The companies will award nearly USD 6 billion contracts to develop dry gas projects in KG D6 basin.
Reliance Industries and BP today announced plans to jointly make a fresh investment of USD 6 billion (approximately Rs 40,000 crore) over 3-5 years to develop three gas projects in KG-D6 block of Krishna Godavari basin.
The two companies would also jointly explore opportunities in the entire energy value chain including fuel retailing and renewables with support from the vast technology and telecom infrastructure that the Mukesh Ambani group has set up.
Ambani and BP Group Chief Executive Bob Dudley addressed a press conference today in Delhi to make the announcement. Earlier in the day, they met Prime Minister Narendra Modi and Minister of State (independent charge) for Petroleum and Natural Gas Dharmendra Pradhan.
“We are quite enthused with present investment proposal we have and that we are all set to bring the true potential of KG-D6 to India and the people of India. It is high time we produced our own gas and not import it when we have our own,” Ambani said in reply to a media query.
Development of the three projects is expected to ultimately bring in 30-35 million cubic metres (1 billion cubic feet) of gas by the time all come to fruition in 2022.
The first project is the ‘R-series’ deepwater gas field in Block KGD6 off the east coast of India. The project (D34) is a dry gas development one in water-depths of more than 2,000 metres, approximately 70 kilometres offshore. The project is expected to produce up to 12 million cubic metres (425 million cubic feet) of gas a day, coming onstream in 2020.
A joint press release by RIL and BP said the two companies planned to submit development plans for the next two projects — Satellites and D55 — for government approval before the end of this year. The implementation of these two projects will be subject to government approval.
Gas produced over the life of these three new projects could generate up to USD 20 billion in import substitution (at current imported LNG prices) and employment of up to 20,000 skilled labour during the construction period over the next 5 years.
RIL, BP and Canada’s Niko Resources have a 60:30:10 joint venture that owns and operates multiple oil and gas blocks in India, including the producing block KGD6.
The two companies, since the beginning of their alliance in 2011, have so far invested Rs. 10,000 crore in deepwater exploration and production.
India today consumes over 5 billion cubic feet a day of natural gas and aims to double gas consumption by 2022. Gas production from the integrated development is expected to help reduce India’s import dependence and amount to over 10 percent of the country’s projected gas demand in 2022.

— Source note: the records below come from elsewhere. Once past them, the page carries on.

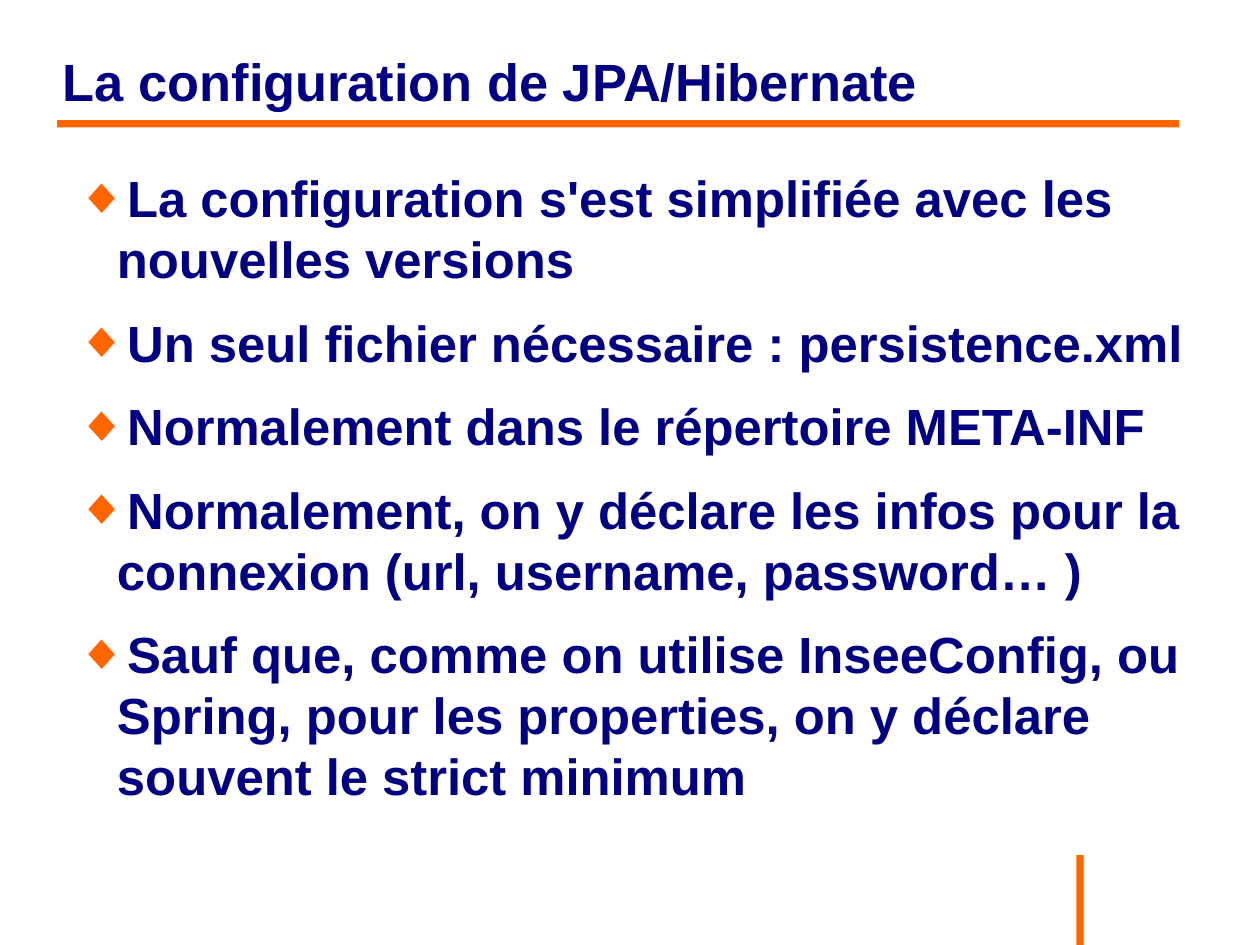
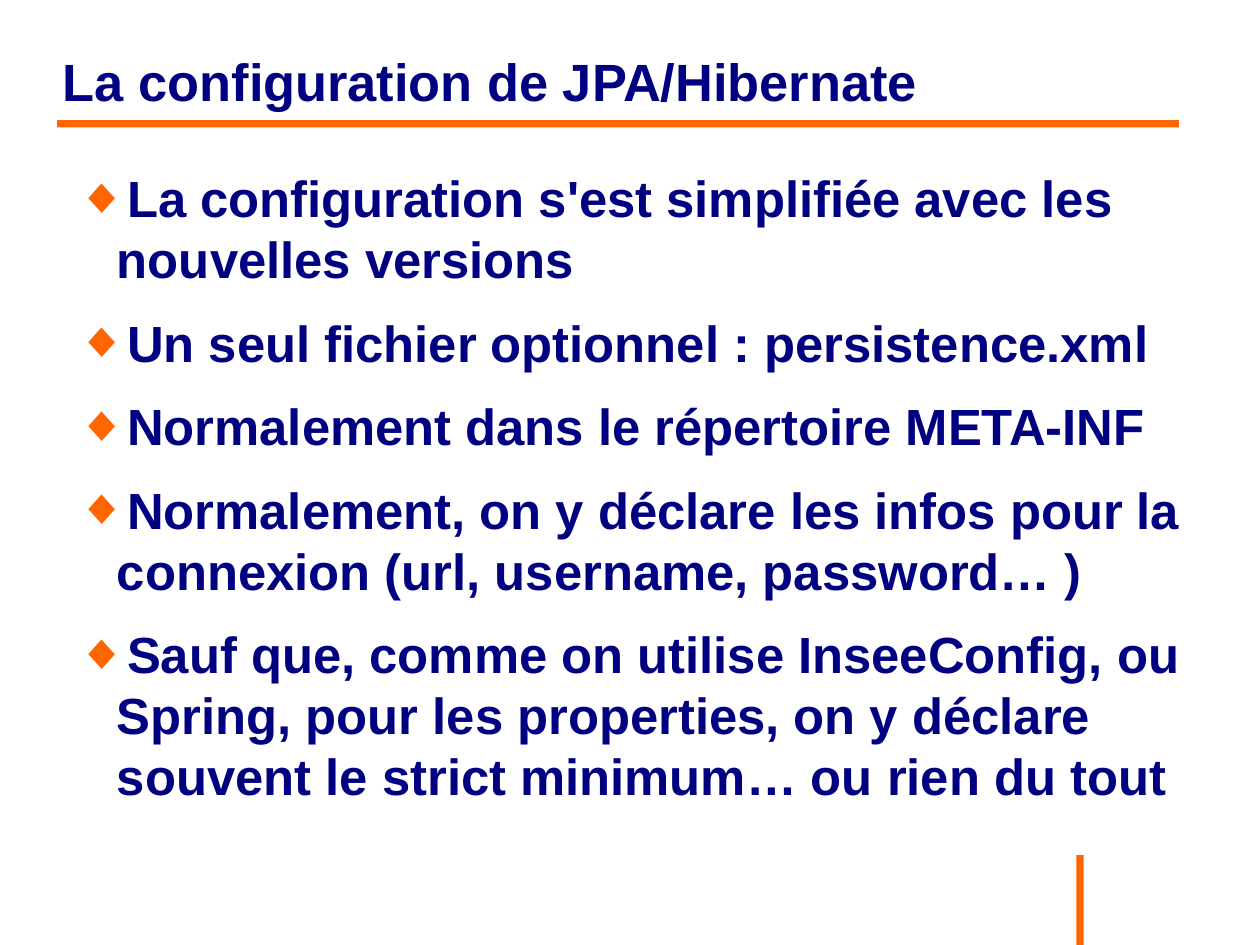
Before and after one commit to philphils/formation-hibernate-basique, a slide deck: slide 155 of Documentation/diapo_formation_hibernate.odp (slide 152 before the commit). Drawn at 1260x945 pixels with LibreOffice and Linux fonts; fonts in the diff are those of the drawing; background and template pictures are left out. Boxes give left, top, right and bottom in pixels: in the first picture for what was removed or moved away, otherwise in the second. Text is boxed around its words. In the diff, an @@ line names an element or a change of style, - is before the commit and + after.

```diff
--- a/Documentation/diapo_formation_hibernate.odp
+++ b/Documentation/diapo_formation_hibernate.odp
@@ text at [127,325,1148,372]: text changed @@
-◆ Un seul fichier nécessaire : persistence.xml
+◆ Un seul fichier optionnel : persistence.xml
@@ text at [117,636,1179,796]: text changed @@
-◆ Sauf que, comme on utilise InseeConfig, ou Spring, pour les properties, on y déclare souvent le strict minimum
+◆ Sauf que, comme on utilise InseeConfig, ou Spring, pour les properties, on y déclare souvent le strict minimum… ou rien du tout
```
Also in this commit, not shown: 41 other slides changed, 4 slides added.
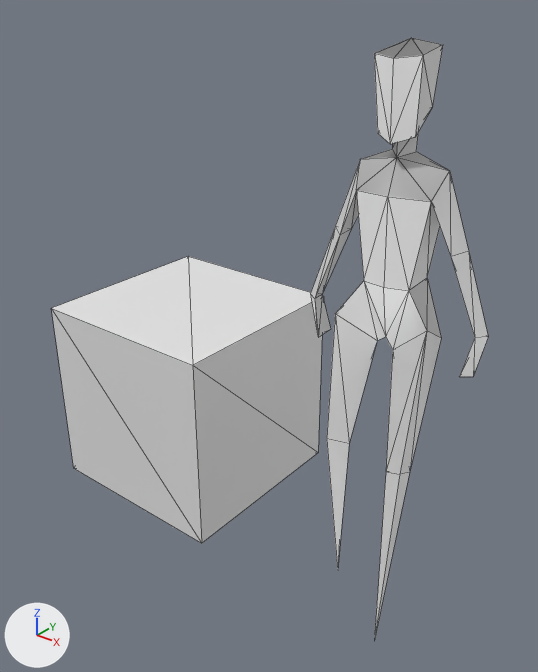
The glTF model assets/models/walk.glb, before and after one commit.
Before and after are seen from a 50 mm camera at (1.02, -1.91, 1.92) aimed at (-0.45, -0.08, 0.78). The lights are fixed; the arrows at lower left show +X, +Y and +Z. Mesh edges are drawn as thin lines. Where no turn or scale is listed for an object, it has been applied to the vertices.

The first picture shows 'Cube', 'unamed'.
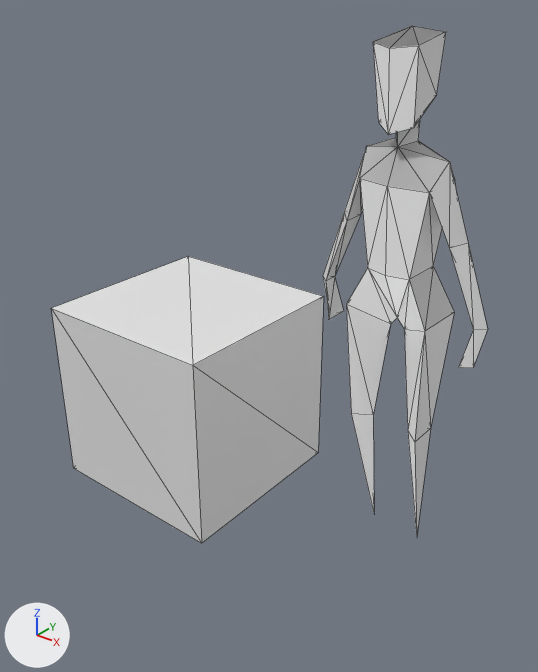
The change, as a diff of the scene's bpy script:
```diff
--- a/assets/models/walk.glb.py
+++ b/assets/models/walk.glb.py
@@ me_charmesh @@
+me_charmesh.from_pydata(...)  # 68 vertices, 132 faces; spans x -0.3..0.3, y -0.15..0.13, z 0.04..1.8
@@ ob_unamed @@
-ob_unamed = bpy.data.objects.new('unamed', me_unamed_002)
-ob_unamed.location = (-0.001, -0.032, 1.054)
@@ ob_char @@
+ob_char = bpy.data.objects.new('char', me_charmesh)
+ob_char.location = (0.0, 0.0, 0.0)
```

Pixel boxes (x1, y1, x2, y2) of what changed, in the pictures (538 x 672 px):
'unamed', deleted
    before: (310, 38, 488, 641)
'char', added
    after: (323, 25, 488, 537)
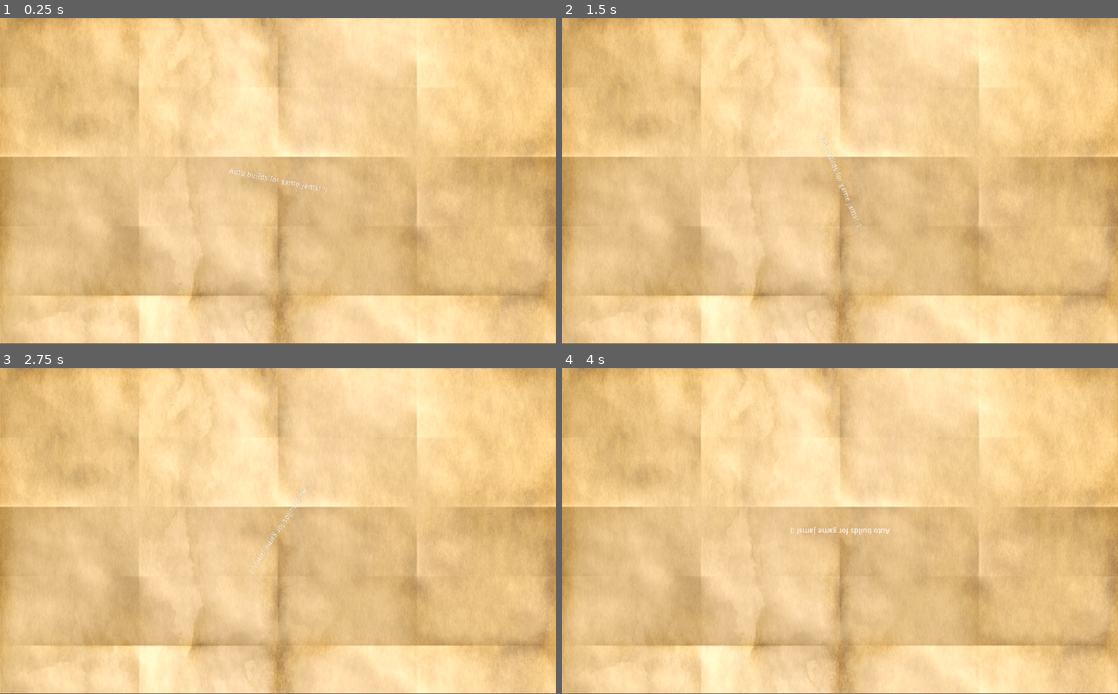
Above: before the commit, frames 1-4 (two rows, left to right).
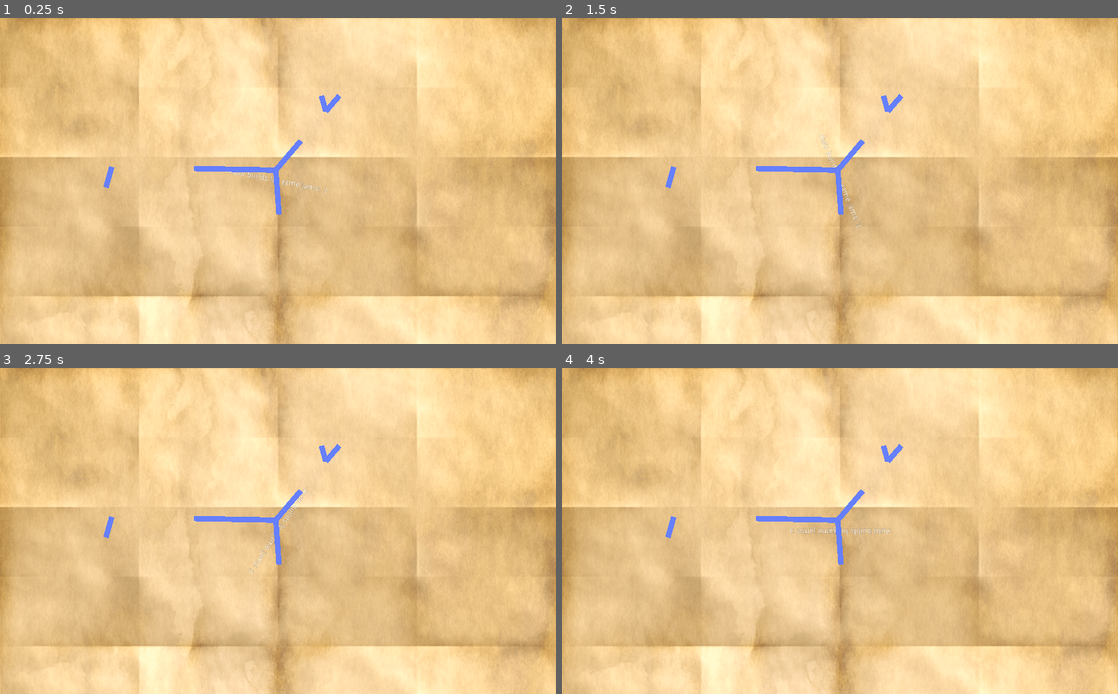
Above: after the commit, the same moments.

Repository: mrmav/kenney-jam-2024
Game: Godot game, scene res://Control.tscn
Two runs of this game, one before a commit and one after it. Both use one fixed random seed, a clock stepped at 60 frames per second and the inputs below.
Inputs:
- Up to frame 1 (0.25 s): no input
- Up to frame 2 (1.5 s): tap Enter at 0.5 s
- Up to frame 3 (2.75 s): no input
- Up to frame 4 (4 s): no input
In our replay, the window is 800x468 before the commit and 800x469 after it. These sizes can differ from the game's own. Grey fills any space a smaller window leaves; there, only what the larger window draws over its background counts as a difference.

The runs differ from the first frame. In frame 1, 0.8% of the frame differs, in the area x 0-100%, y 23-100%; in frame 2, 0.8%; in frame 3, 0.8%; in frame 4, 0.8%.

Commit message:
Configure server (#6)
* Added simple server reply

* test get and post

* sample tree struct

Diff:
--- a/Control.tscn
+++ b/Control.tscn
@@ -1,8 +1,10 @@
-[gd_scene load_steps=4 format=2]
+[gd_scene load_steps=5 format=2]
 
 [ext_resource path="res://Label.gd" type="Script" id=1]
 [ext_resource path="res://Control.gd" type="Script" id=2]
-[ext_resource path="res://Graphics/Textures/Paper/T_Parchment_Ancient.png" type="Texture" id=3]
+[ext_resource path="res://server_string.gd" type="Script" id=3]
+[ext_resource path="res://Tree.tscn" type="PackedScene" id=4]
+[ext_resource path="res://Graphics/Textures/Paper/T_Parchment_Ancient.png" type="Texture" id=5]
 
 [node name="ColorRect" type="ColorRect"]
 anchor_right = 1.0
@@ -31,3 +33,17 @@
 margin_bottom = 307.0
 text = "Auto builds for game jams! :)"
 script = ExtResource( 1 )
+
+[node name="ServerLabel" type="Label" parent="."]
+anchor_left = 0.5
+anchor_top = 1.0
+anchor_right = 0.5
+anchor_bottom = 1.0
+margin_left = -20.0
+margin_top = -33.0
+margin_right = 20.0
+margin_bottom = -19.0
+script = ExtResource( 3 )
+
+[node name="TreeNode" parent="." instance=ExtResource( 4 )]
+position = Vector2( 254, 140 )
--- /dev/null
+++ b/Tree.tscn
@@ -0,0 +1,31 @@
+[gd_scene load_steps=2 format=2]
+
+[ext_resource path="res://TreeNode.gd" type="Script" id=1]
+
+[node name="TreeNode" type="Node2D"]
+position = Vector2( 488, 280 )
+script = ExtResource( 1 )
+
+[node name="TreeNode" type="Node2D" parent="."]
+position = Vector2( 46, -54 )
+script = ExtResource( 1 )
+
+[node name="TreeNode" type="Node2D" parent="TreeNode"]
+position = Vector2( -8, -29 )
+script = ExtResource( 1 )
+
+[node name="TreeNode2" type="Node2D" parent="TreeNode"]
+position = Vector2( 25, -29 )
+script = ExtResource( 1 )
+
+[node name="TreeNode2" type="Node2D" parent="."]
+position = Vector2( 6, 82 )
+script = ExtResource( 1 )
+
+[node name="TreeNode3" type="Node2D" parent="."]
+position = Vector2( -151, -3 )
+script = ExtResource( 1 )
+
+[node name="TreeNode" type="Node2D" parent="TreeNode3"]
+position = Vector2( -11, 38 )
+script = ExtResource( 1 )
--- /dev/null
+++ b/TreeNode.gd
@@ -0,0 +1,11 @@
+tool
+extends Node2D
+
+
+# Called when the node enters the scene tree for the first time.
+func _ready():
+	for child in get_children():
+		var line = Line2D.new()
+		line.add_point(self.global_position)
+		line.add_point(child.global_position)
+		add_child(line)
--- a/project.godot
+++ b/project.godot
@@ -12,3 +12,8 @@
 
 config/name="kenney-jam-2024"
 run/main_scene="res://Control.tscn"
+
+[display]
+
+window/stretch/mode="2d"
+window/stretch/aspect="keep_width"
--- /dev/null
+++ b/server_string.gd
@@ -0,0 +1,41 @@
+extends Label
+
+#var url = "http://localhost:3000"
+var url = "https://mrmav-jam.com"
+var post_endpoint = "/post-data"
+
+var http_request : HTTPRequest = null
+
+func _ready():
+	# Create an HTTP request node and connect its completion signal.
+	http_request = HTTPRequest.new()
+	add_child(http_request)
+	http_request.connect("request_completed", self, "_http_request_completed")
+
+	# Perform a GET request. The URL below returns JSON as of writing.
+	var error = http_request.request(url)
+	if error != OK:
+		push_error("An error occurred in the HTTP request.")
+
+
+
+
+func _input(event):
+	if event is InputEventKey:
+		if event.scancode == 32 and event.pressed and not event.echo:
+
+			# Perform a POST request. The URL below returns JSON as of writing.
+			# Note: Don't make simultaneous requests using a single HTTPRequest node.
+			# The snippet below is provided for reference only.
+			var body = to_json({"name": "Godette"})
+			var error = http_request.request(url + post_endpoint, ["Content-Type: application/json"], true, HTTPClient.METHOD_POST, body)
+			if error != OK:
+				push_error("An error occurred in the HTTP request.")
+
+
+# Called when the HTTP request is completed.
+func _http_request_completed(result, response_code, headers, body):
+	var response = body.get_string_from_utf8()
+
+	# Will print the user agent string used by the HTTPRequest node (as recognized by httpbin.org).
+	text = response
Not shown: 1 places in Control.tscn that only renumber resources
Not shown, added: server/package-lock.json
Not shown, added: server/package.json
Not shown, added: server/.gitignore
Not shown, added: server/index.js

While no details were given, both Dudley and Ambani said the strategic partnership announced between the two covered downstream activities and fuel retailing.
“So what we have announced today is a strategic partnership that goes into the downstream as well as marketing. So you would not expect to see BP doing these alone or on our own. We would like to work with Reliance and that’s part of the announcement today,” Dudley said.
The companies will also evaluate opportunities in trading that could optimize the value of existing products like oil, gas, fuels, LNG, power and carbon. They will also look at working together on carbon emissions trading, and share knowledge around technology and management practices.
“Under this new cooperation our two companies will jointly explore options to develop differentiated fuels, mobility and advanced low carbon energy businesses in India. We expect to collaborate, in addition to the conventional fuels and aviation marketing, on unconventional mobility solutions, addressing electrification, digitization and disruptive mobility trends,” Ambani said. “Together, these collaborations will seek to address the mobility needs of urban, rural/farm, industrial/commercial, and highway consumers in India, applying the leading capabilities of both BP and Reliance.”
He said the companies will explore opportunities in both conventional and unconventional fuels with the whole objective being to not do what was “old world”. He said low carbon and renewable energy was very much on the company’s drawing board.